Mereka yang mengajukan uji materi adalah mantan Direktur Utama Perum Perindo Syahril Japarin, mantan Gubernur Sulawesi Tenggara Nur Alam, dan mantan Koordinator Tim Environmental Issues Settlement PT Chevron Kukuh Kertasafari. Permohonan diajukan terkhusus untuk Pasal 2 ayat (1) dan pasal 3 UU tersebut.
Kuasa hukum ketiga pemohon, Maqdir Ismail mengatakan Pasal 2 ayat (1) dan Pasal 3 UU Tipikor berpeluang membuka ketidakadilan dalam pemberantasan korupsi.

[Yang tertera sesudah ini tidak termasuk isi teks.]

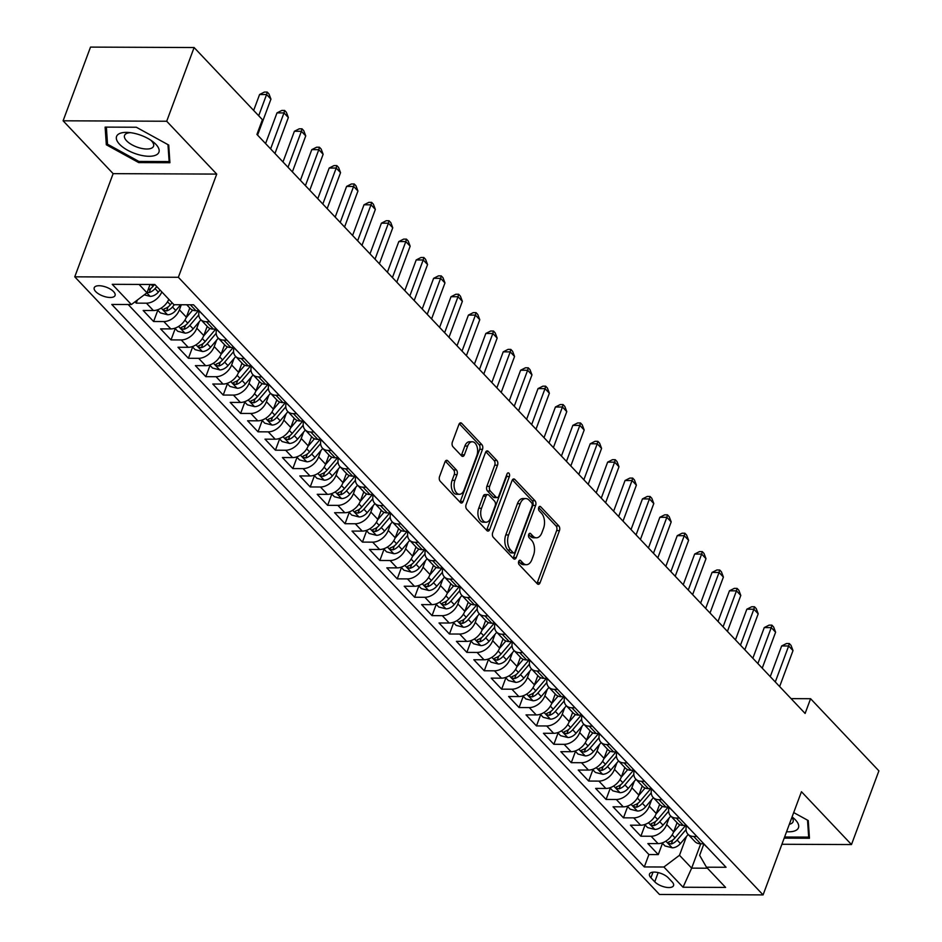 <?xml version="1.0" encoding="UTF-8"?>
<svg xmlns="http://www.w3.org/2000/svg" width="942" height="942" viewBox="0 0 942 942"><rect width="100%" height="100%" fill="white"/><g stroke="black" fill="none" stroke-linecap="round" stroke-linejoin="round"><path stroke-width="1.41" d="M518.701 561.338A2.39 1.413 90.2 0 0 519.148 564.623L537.293 583.793A3.415 2.014 90.2 0 0 538.365 584.311A3.415 2.014 90.2 0 0 540.084 582.709L559.454 530.617A3.415 2.014 90.2 0 0 558.818 525.919L540.673 506.749A2.39 1.413 90.2 0 0 539.931 506.384A2.39 1.413 90.2 0 0 538.718 507.514A2.39 1.413 90.2 0 0 539.165 510.8L541.509 513.284A10.915 6.464 90.2 0 1 543.534 528.321L541.921 532.654A10.915 6.464 90.2 0 1 536.41 537.8A10.915 6.464 90.2 0 1 533.007 536.139L530.664 533.667A2.39 1.413 90.2 0 0 529.922 533.302A2.39 1.413 90.2 0 0 528.709 534.42A2.39 1.413 90.2 0 0 529.157 537.717L531.5 540.19A10.915 6.464 90.2 0 1 533.525 555.227L531.912 559.572A10.915 6.464 90.2 0 1 526.401 564.705A10.915 6.464 90.2 0 1 522.998 563.057L520.655 560.572A2.39 1.413 90.2 0 0 519.913 560.207A2.39 1.413 90.2 0 0 518.701 561.338M95.684 291.573A11.116 4.722 -159.6 0 0 106.74 297.107A11.116 4.722 -159.6 0 0 115.065 295.482A11.116 4.722 -159.6 0 0 113.605 291.643A11.116 4.722 -159.6 0 0 102.548 286.109A11.116 4.722 -159.6 0 0 94.224 287.734A11.116 4.722 -159.6 0 0 95.684 291.573M447.78 460.815A3.415 2.014 90.2 0 0 446.708 460.308A3.415 2.014 90.2 0 0 444.989 461.91L439.561 476.522A3.415 2.014 90.2 0 0 440.185 481.221L460.344 502.51A3.415 2.014 90.2 0 0 461.403 503.028A3.415 2.014 90.2 0 0 463.134 501.427L482.504 449.334A3.415 2.014 90.2 0 0 481.868 444.636L461.71 423.347A3.415 2.014 90.2 0 0 460.65 422.828A3.415 2.014 90.2 0 0 458.931 424.442L452.36 442.092A3.415 2.014 90.2 0 0 452.996 446.791L461.615 455.893A3.415 2.014 90.2 0 0 462.687 456.411A3.415 2.014 90.2 0 0 464.406 454.809L467.656 446.049A9.126 5.405 90.2 0 1 472.272 441.763A9.126 5.405 90.2 0 1 476.97 446.461A9.126 5.405 90.2 0 1 476.805 455.704L464.053 489.993A9.126 5.405 90.2 0 1 459.437 494.291A9.126 5.405 90.2 0 1 454.739 489.593A9.126 5.405 90.2 0 1 454.904 480.349L457.035 474.627A3.415 2.014 90.2 0 0 456.399 469.928L447.78 460.815L445.648 460.815M216.731 174.093L166.699 121.247L194.111 47.536L90.514 47.1L63.102 120.8L113.134 173.646L74.759 276.83L178.356 277.278L216.731 174.093L113.134 173.646M781.907 844.268L851.486 844.562L801.454 791.716L763.079 894.9L178.356 277.278M851.486 844.562L878.898 770.862L810.591 698.717L791.08 698.634M194.111 47.536L262.418 119.693L256.93 134.435L805.116 713.459L810.591 698.717M492.678 532.642A3.415 2.014 90.2 0 0 493.314 537.34L513.472 558.63A3.415 2.014 90.2 0 0 514.532 559.136A3.415 2.014 90.2 0 0 516.251 557.534L535.621 505.454A3.415 2.014 90.2 0 0 534.997 500.755L514.838 479.454A3.415 2.014 90.2 0 0 513.779 478.948A3.415 2.014 90.2 0 0 512.048 480.55L492.678 532.642M486.908 530.57L466.749 509.281A3.415 2.014 90.2 0 1 466.113 504.582L485.495 452.49A3.415 2.014 90.2 0 1 487.214 450.888A3.415 2.014 90.2 0 1 488.274 451.406L496.905 460.52A3.415 2.014 90.2 0 1 497.529 465.218L489.675 486.343A3.415 2.014 90.2 0 0 490.311 491.041L496.034 497.082A3.415 2.014 90.2 0 0 497.093 497.6A3.415 2.014 90.2 0 0 498.813 495.987L506.996 474.003A2.39 1.413 90.2 0 1 508.197 472.872A2.39 1.413 90.2 0 1 509.434 474.109A2.39 1.413 90.2 0 1 509.387 476.522L489.687 529.475A3.415 2.014 90.2 0 1 487.968 531.088A3.415 2.014 90.2 0 1 486.908 530.57M134.977 301.829L136.213 303.136L137.367 300.027M161.824 291.914A13.895 9.514 136.6 0 1 146.434 303.183L153.393 310.53L143.172 310.495L153.617 321.516L157.809 310.236M181.3 304.749L179.416 309.824A13.895 9.514 136.6 0 1 163.837 321.563L170.796 328.911L160.576 328.876L171.02 339.897L175.212 328.617M199.221 321.752L196.819 328.205A13.895 9.514 136.6 0 1 181.241 339.944L188.2 347.304L177.979 347.257L188.424 358.278L192.615 346.997M216.625 340.133L214.223 346.585A13.895 9.514 136.6 0 1 198.644 358.325L205.603 365.684L195.383 365.637L205.827 376.67L210.019 365.378M234.028 358.525L231.626 364.966A13.895 9.514 136.6 0 1 216.036 376.706L223.007 384.065L212.786 384.018L223.219 395.051L227.422 383.759M251.42 376.906L249.029 383.347A13.895 9.514 136.6 0 1 233.439 395.087L240.41 402.446L230.189 402.399L240.622 413.432L244.826 402.14M268.823 395.287L266.433 401.728A13.895 9.514 136.6 0 1 250.843 413.467L257.802 420.827L247.593 420.78L258.026 431.813L262.229 420.521M286.227 413.668L283.836 420.108A13.895 9.514 136.6 0 1 268.246 431.86L275.205 439.207L264.985 439.16L275.429 450.194L279.633 438.901M303.63 432.048L301.24 438.489A13.895 9.514 136.6 0 1 285.65 450.241L292.609 457.588L282.388 457.541L292.832 468.574L297.036 457.282M321.034 450.429L318.643 456.87A13.895 9.514 136.6 0 1 303.053 468.621L310.012 475.969L299.791 475.922L310.236 486.955L314.44 475.663M338.437 468.81L336.047 475.251A13.895 9.514 136.6 0 1 320.457 487.002L327.416 494.35L317.195 494.315L327.639 505.336L331.831 494.044M355.84 487.191L353.438 493.632A13.895 9.514 136.6 0 1 337.86 505.383L344.819 512.731L334.598 512.695L345.043 523.717L349.235 512.436M373.244 505.571L370.842 512.024A13.895 9.514 136.6 0 1 355.264 523.764L362.223 531.111L352.002 531.076L362.446 542.097L366.638 530.817M390.647 523.952L388.245 530.405A13.895 9.514 136.6 0 1 372.667 542.145L379.626 549.492L369.405 549.457L379.85 560.478L384.042 549.198M408.051 542.333L405.649 548.786A13.895 9.514 136.6 0 1 390.07 560.525L397.029 567.885L386.809 567.838L397.253 578.859L401.445 567.579M425.454 560.714L423.052 567.166A13.895 9.514 136.6 0 1 407.462 578.906L414.433 586.265L404.212 586.218L414.645 597.252L418.849 585.959M442.858 579.106L440.456 585.547A13.895 9.514 136.6 0 1 424.866 597.287L431.836 604.646L421.616 604.599L432.048 615.632L436.252 604.34M460.249 597.487L457.859 603.928A13.895 9.514 136.6 0 1 442.269 615.668L449.228 623.027L439.019 622.98L449.452 634.013L453.655 622.721M477.653 615.868L475.263 622.309A13.895 9.514 136.6 0 1 459.672 634.048L466.631 641.408L456.411 641.361L466.855 652.394L471.059 641.102M495.056 634.249L492.666 640.69A13.895 9.514 136.6 0 1 477.076 652.441L484.035 659.789L473.814 659.741L484.259 670.775L488.462 659.482M512.46 652.629L510.069 659.07A13.895 9.514 136.6 0 1 494.479 670.822L501.438 678.169L491.218 678.122L501.662 689.155L505.866 677.863M529.863 671.01L527.473 677.451A13.895 9.514 136.6 0 1 511.883 689.203L518.842 696.55L508.621 696.503L519.066 707.536L523.269 696.244M547.267 689.391L544.865 695.832A13.895 9.514 136.6 0 1 529.286 707.583L536.245 714.931L526.025 714.896L536.469 725.917L540.661 714.625M564.67 707.772L562.268 714.213A13.895 9.514 136.6 0 1 546.69 725.964L553.649 733.312L543.428 733.276L553.872 744.298L558.064 733.017M582.074 726.152L579.671 732.605A13.895 9.514 136.6 0 1 564.093 744.345L571.052 751.692L560.831 751.657L571.276 762.679L575.468 751.398M599.477 744.533L597.075 750.986A13.895 9.514 136.6 0 1 581.497 762.726L588.456 770.073L578.235 770.038L588.679 781.059L592.871 769.779M616.88 762.914L614.478 769.367A13.895 9.514 136.6 0 1 598.9 781.106L605.859 788.466L595.638 788.419L606.083 799.44L610.275 788.16M634.284 781.307L631.882 787.747A13.895 9.514 136.6 0 1 616.292 799.487L623.263 806.847L613.042 806.799L623.474 817.833L627.678 806.54M651.676 799.687L649.285 806.128A13.895 9.514 136.6 0 1 633.695 817.868L640.666 825.227L630.445 825.18L640.878 836.213L651.099 836.249A13.895 9.514 -43.4 0 0 666.689 824.509L669.079 818.068M645.082 824.921L640.878 836.213M170.796 328.911A13.895 9.514 -43.4 0 0 186.375 317.171L189.789 307.999M188.2 347.304A13.895 9.514 -43.4 0 0 203.778 335.552L207.193 326.379M205.603 365.684A13.895 9.514 -43.4 0 0 221.182 353.933L224.596 344.76M223.007 384.065A13.895 9.514 -43.4 0 0 238.585 372.314L242 363.141M240.41 402.446A13.895 9.514 -43.4 0 0 255.989 390.695L259.403 381.522M257.802 420.827A13.895 9.514 -43.4 0 0 273.392 409.075L276.807 399.903M275.205 439.207A13.895 9.514 -43.4 0 0 290.795 427.468L294.21 418.283M292.609 457.588A13.895 9.514 -43.4 0 0 308.199 445.849L311.614 436.676M310.012 475.969A13.895 9.514 -43.4 0 0 325.602 464.229L329.005 455.057M327.416 494.35A13.895 9.514 -43.4 0 0 343.006 482.61L346.409 473.437M344.819 512.731A13.895 9.514 -43.4 0 0 360.409 500.991L363.812 491.818M362.223 531.111A13.895 9.514 -43.4 0 0 377.813 519.372L381.216 510.199M379.626 549.492A13.895 9.514 -43.4 0 0 395.204 537.752L398.619 528.58M397.029 567.885A13.895 9.514 -43.4 0 0 412.608 556.133L416.023 546.961M414.433 586.265A13.895 9.514 -43.4 0 0 430.011 574.514L433.426 565.341M431.836 604.646A13.895 9.514 -43.4 0 0 447.415 592.895L450.829 583.722M449.228 623.027A13.895 9.514 -43.4 0 0 464.818 611.276L468.233 602.103M466.631 641.408A13.895 9.514 -43.4 0 0 482.222 629.656L485.636 620.484M484.035 659.789A13.895 9.514 -43.4 0 0 499.625 648.049L503.04 638.864M501.438 678.169A13.895 9.514 -43.4 0 0 517.028 666.43L520.443 657.257M518.842 696.55A13.895 9.514 -43.4 0 0 534.432 684.81L537.835 675.638M536.245 714.931A13.895 9.514 -43.4 0 0 551.835 703.191L555.238 694.019M553.649 733.312A13.895 9.514 -43.4 0 0 569.239 721.572L572.642 712.399M571.052 751.692A13.895 9.514 -43.4 0 0 586.63 739.953L590.045 730.78M588.456 770.073A13.895 9.514 -43.4 0 0 604.034 758.334L607.449 749.161M605.859 788.466A13.895 9.514 -43.4 0 0 621.437 776.714L624.852 767.542M623.263 806.847A13.895 9.514 -43.4 0 0 638.841 795.095L642.256 785.922M640.666 825.227A13.895 9.514 -43.4 0 0 656.244 813.476L659.659 804.303M672.117 881.877L668.29 877.838A10.774 4.569 -159.6 0 0 657.575 872.469A10.774 4.569 -159.6 0 0 649.509 874.046A10.774 4.569 -159.6 0 0 650.922 877.767L654.761 881.806A10.774 4.569 -159.6 0 0 665.464 887.176A10.774 4.569 -159.6 0 0 673.53 885.598A10.774 4.569 -159.6 0 0 672.117 881.877M74.759 276.83L659.482 894.464L763.079 894.9M139.051 284.425L146.976 292.785L131.385 304.537L111.78 304.454L644.304 866.934L663.898 867.017L679.488 855.277L686.482 836.449M131.385 304.537L112.239 284.319L154.806 284.496L173.94 304.713L193.546 304.796L726.058 867.276L706.465 867.193L725.599 887.423L683.044 887.234L663.898 867.017M128.183 304.525L648.908 854.547L658.281 854.594L647.849 843.561L658.058 843.608A13.895 9.514 -43.4 0 0 673.648 831.857L677.062 822.684M686.494 825.663A13.895 9.514 -43.4 0 0 687.954 834.2A13.895 9.514 -43.4 0 0 693.665 836.437L696.868 836.449M687.954 834.2L694.913 841.547A13.895 9.514 -43.4 0 0 700.624 843.785L703.827 843.797M186.74 304.772L190.249 308.481A13.895 9.514 -43.4 0 0 195.948 310.719L199.162 310.73M209.595 321.764L206.392 321.74A13.895 9.514 136.6 0 1 200.681 319.503A13.895 9.514 136.6 0 1 199.221 310.978M200.681 319.503L207.652 326.862A13.895 9.514 -43.4 0 0 213.351 329.099L216.566 329.111M226.998 340.144L223.796 340.121A13.895 9.514 136.6 0 1 218.085 337.884A13.895 9.514 136.6 0 1 216.625 329.359M218.085 337.884L225.056 345.243A13.895 9.514 -43.4 0 0 230.755 347.48L233.957 347.492M244.402 358.525L241.199 358.513A13.895 9.514 136.6 0 1 235.488 356.264A13.895 9.514 136.6 0 1 234.028 347.739M235.488 356.264L242.447 363.624A13.895 9.514 -43.4 0 0 248.158 365.861L251.361 365.873M261.805 376.906L258.603 376.894A13.895 9.514 136.6 0 1 252.892 374.657A13.895 9.514 136.6 0 1 251.432 366.12M252.892 374.657L259.851 382.005A13.895 9.514 -43.4 0 0 265.562 384.242L268.764 384.254M279.209 395.287L276.006 395.275A13.895 9.514 136.6 0 1 270.295 393.038A13.895 9.514 136.6 0 1 268.835 384.501M270.295 393.038L277.254 400.385A13.895 9.514 -43.4 0 0 282.965 402.623L286.168 402.634M296.612 413.668L293.409 413.656A13.895 9.514 136.6 0 1 287.699 411.418A13.895 9.514 136.6 0 1 286.238 402.882M287.699 411.418L294.658 418.766A13.895 9.514 -43.4 0 0 300.368 421.003L303.571 421.015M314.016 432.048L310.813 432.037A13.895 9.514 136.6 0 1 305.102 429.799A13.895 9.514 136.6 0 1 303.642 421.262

Maqdir mengatakan faktor kerugian negara sebagai tolok ukur sebuah tindak pidana korupsi tak selalu benar. Menurut para pemohon, pengambil keputusan bisa saja terkena risiko kerugian negara.
"Mereka tidak serakah, menjalankan tugas dengan baik, tetapi diberi predikat koruptor karena ada kerugian keuangan negara," kata Maqdir di Gedung MK, Jakarta, Senin (23/9).
Ia berpandangan, di dalam korupsi itu terdapat penyalahgunaan kewenangan, perbuatan melawan hukum yang menguntungkan diri sendiri atau orang lain. Oleh sebab itu, perlu diperjelas apa relasi antara kerugian negara dengan perbuatan-perbuatan tersebut.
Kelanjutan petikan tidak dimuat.